The result was that, in late spring, all of the field and lane hedges were clothed in sheets of pure white blossom – May blossom. They were, of course, hawthorn hedges and the blossom was May blossom – resulting in the tree's alternative name – the May. It is an interesting fact that the May tree is the only British plant which is named after the month in which it blooms.

Hawthorn or May (also known as quick-thorn or white-thorn) is an ideal plant with which to form stock-proof hedges. If planted along a fence-line and allowed to grow to the size of a tall shrub, it can then be 'cut down' in a very skilful way, so that the branches and stems are cut into but not severed and can then be bent sideways and interwoven. The resulting "laid" hedge is sufficiently strong to be able to keep cows and sheep within fields, without risking escape.

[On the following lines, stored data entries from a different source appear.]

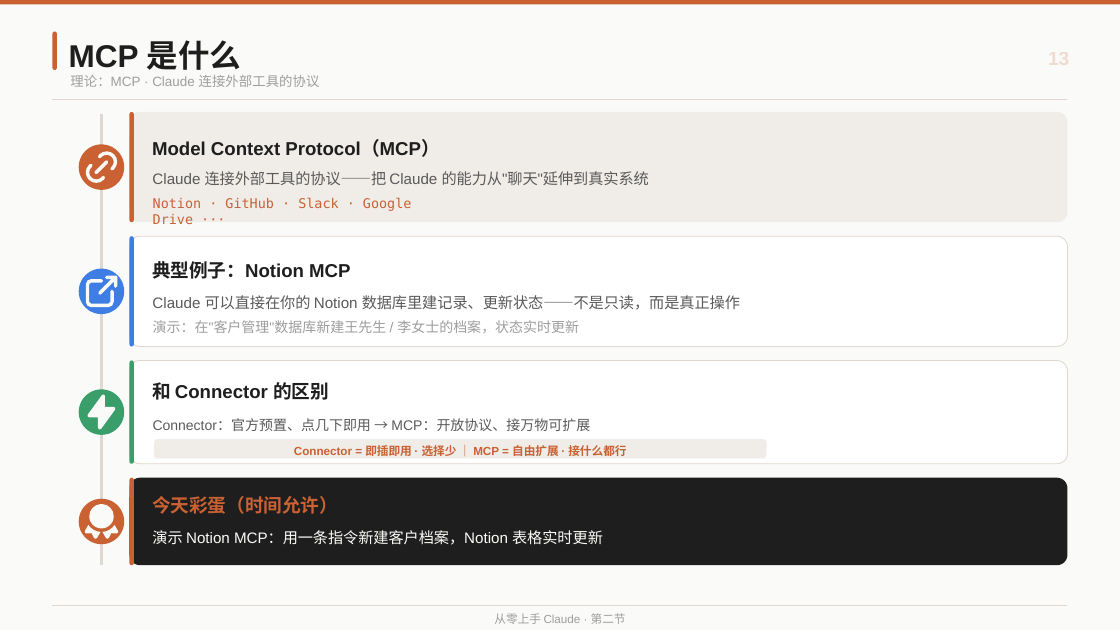
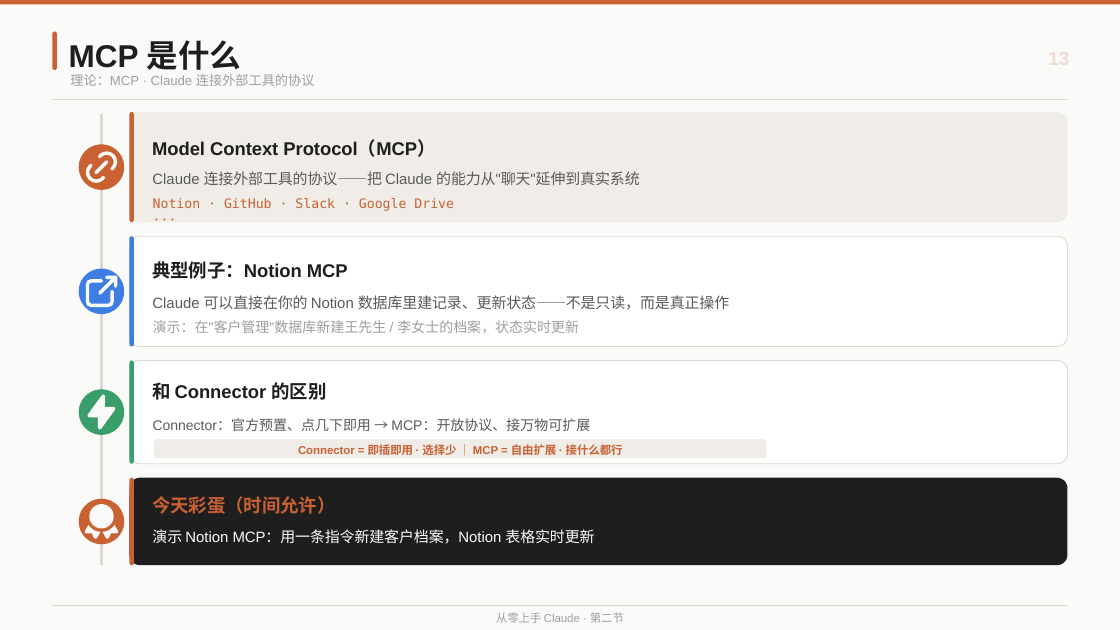
Before and after one commit to austinxyz/course-portal, a slide deck: slide 13 of dl/claude_course_s2.pptx. Drawn at 1120x630 pixels with LibreOffice and Linux fonts; fonts in the diff are those of the drawing. Boxes give left, top, right and bottom in pixels: in the first picture for what was removed or moved away, otherwise in the second. Text is boxed around its words. In the diff, an @@ line names an element or a change of style, - is before the commit and + after.

```diff
--- a/dl/claude_course_s2.pptx
+++ b/dl/claude_course_s2.pptx
@@ text "理论：MCP · Claude 连接外部工具的协议" at [70, 74, 315, 86]: size 11.5 to 11.2 pt @@
@@ text "Notion · GitHub · Slack ..." at [153, 198, 454, 211]: size 11.5 to 11.2 pt @@
@@ text "Connector = 即插即用 · 选择少 ..." at [298, 444, 623, 459]: size 10 to 9.8 pt @@
@@ size 16 to 15.8 pt in 4 elements at [152, 140, 435, 157], [152, 261, 348, 279], [152, 382, 326, 400], [152, 496, 335, 514] @@
@@ size 13 to 12.8 pt in 3 elements at [152, 171, 640, 185], [152, 295, 729, 310], [152, 529, 594, 544] @@
@@ text "从零上手 Claude · 第二节" at [496, 612, 624, 623]: size 10 to 9.8 pt @@
```
Also in this commit, not shown: 22 other slides changed, 1 other file.

Tarvin's woodland was formed from a set of orphaned fields, left after the A51 Tarvin bypass was built. The original hawthorn hedges remained and, neglected, were allowed to grow so that, by the time that Jim Grogan and friends took the woodland in hand, they had become not-so-small trees. The two Johns (John Plant and John Sim) took them in hand and, against the odds, turned them into the magnificent laid former field-boundaries that you can see today. These hedges are better maintained than the hedges of my youth and are now trimmed by the volunteers each autumn, which means that they will bear little in the way of blossom next year.

white hawthorn

However, there are a number of May trees that have been deliberately planted in the woodland and allowed to grow as specimen trees, so that they can sport their magnificent cloak of white blossom each spring. The effect is truly stunning and it, alone, can make a walk in our woodland really worthwhile. While taking whatever exercise you are permitted during 'lockdown', why not have a walk through our lovely woodland and enjoy one of the sights with which Nature provides us – entirely without cost?